Access data from Azure cloud storage during interactive development	Azure Machine Learning	Access data from Azure cloud storage during interactive development	machine-learning	machine-learning	core	how-to	samuel100	samkemp	franksolomon	11/17/2022	sdkv2

Access data from Azure cloud storage during interactive development

[!INCLUDE sdk v2]

Typically the beginning of a machine learning project involves exploratory data analysis (EDA), data-preprocessing (cleaning, feature engineering), and building prototypes of ML models to validate hypotheses.

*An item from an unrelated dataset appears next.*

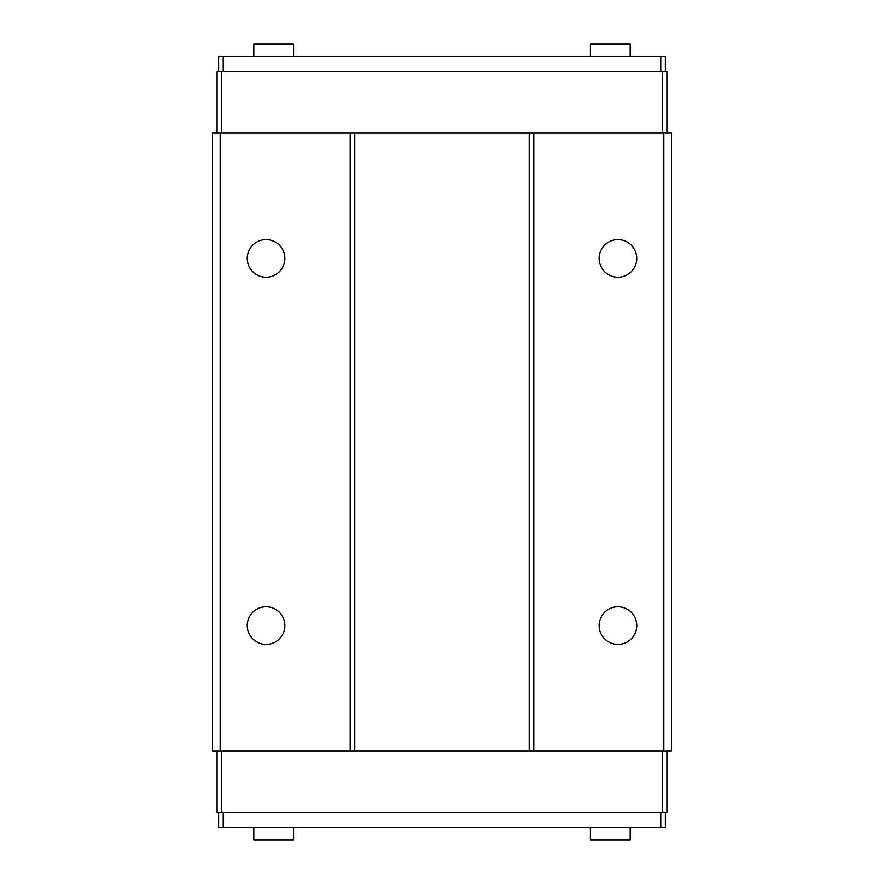 <?xml version="1.0" encoding="UTF-8"?>
<svg xmlns="http://www.w3.org/2000/svg" width="884" height="884" viewBox="0 0 884 884"><rect width="100%" height="100%" fill="white"/><g stroke="black" fill="none" stroke-linecap="round" stroke-linejoin="round"><path stroke-width="1.33" d="M266.051 644.414A18.807 18.807 0 0 1 247.244 625.596A18.807 18.807 0 0 1 266.051 606.789A18.807 18.807 0 0 1 284.858 625.596A18.807 18.807 0 0 1 266.051 644.414M266.051 277.211A18.807 18.807 0 0 1 247.244 258.404A18.807 18.807 0 0 1 266.051 239.586A18.807 18.807 0 0 1 284.858 258.404A18.807 18.807 0 0 1 266.051 277.211M617.949 277.211A18.807 18.807 0 0 1 599.142 258.404A18.807 18.807 0 0 1 617.949 239.586A18.807 18.807 0 0 1 636.756 258.404A18.807 18.807 0 0 1 617.949 277.211M630.193 827.557L630.193 839.8L590.413 839.8L590.413 827.557M293.587 827.557L293.587 839.8L253.807 839.8L253.807 827.557M590.413 56.443L590.413 44.2L630.193 44.2L630.193 56.443M253.807 56.443L253.807 44.2L293.587 44.2L293.587 56.443M617.949 644.414A18.807 18.807 0 0 1 599.142 625.596A18.807 18.807 0 0 1 617.949 606.789A18.807 18.807 0 0 1 636.756 625.596A18.807 18.807 0 0 1 617.949 644.414M665.376 71.737L665.376 56.443L218.624 56.443L218.624 71.737M665.376 812.263L665.376 827.557L218.624 827.557L218.624 812.263M662.315 751.057L662.315 812.263L666.912 812.263L666.912 751.057M662.315 812.263L221.685 812.263L221.685 751.057M221.685 812.263L217.088 812.263L217.088 751.057M666.912 132.943L666.912 71.737L217.088 71.737L217.088 132.943M662.315 132.943L662.315 71.737M221.685 132.943L221.685 71.737M663.851 751.057L671.497 751.057L671.497 132.943L212.503 132.943L212.503 751.057L663.851 751.057L663.851 132.943M220.149 751.057L220.149 132.943M350.197 751.057L350.197 132.943M354.793 751.057L354.793 132.943M529.207 751.057L529.207 132.943M533.803 751.057L533.803 132.943M223.21 827.557L223.21 812.263M660.79 827.557L660.79 812.263M223.21 71.737L223.21 56.443M660.79 71.737L660.79 56.443"/></g></svg>

This prototyping phase of the project is highly interactive in nature that lends itself to developing in a Jupyter notebook or an IDE with a Python interactive console. In this article you'll learn how to:

[!div class="checklist"]

Access data from a Azure Machine Learning Datastores URI as if it were a file system.

Materialize data into Pandas using mltable Python library.

Materialize Azure Machine Learning data assets into Pandas using mltable Python library.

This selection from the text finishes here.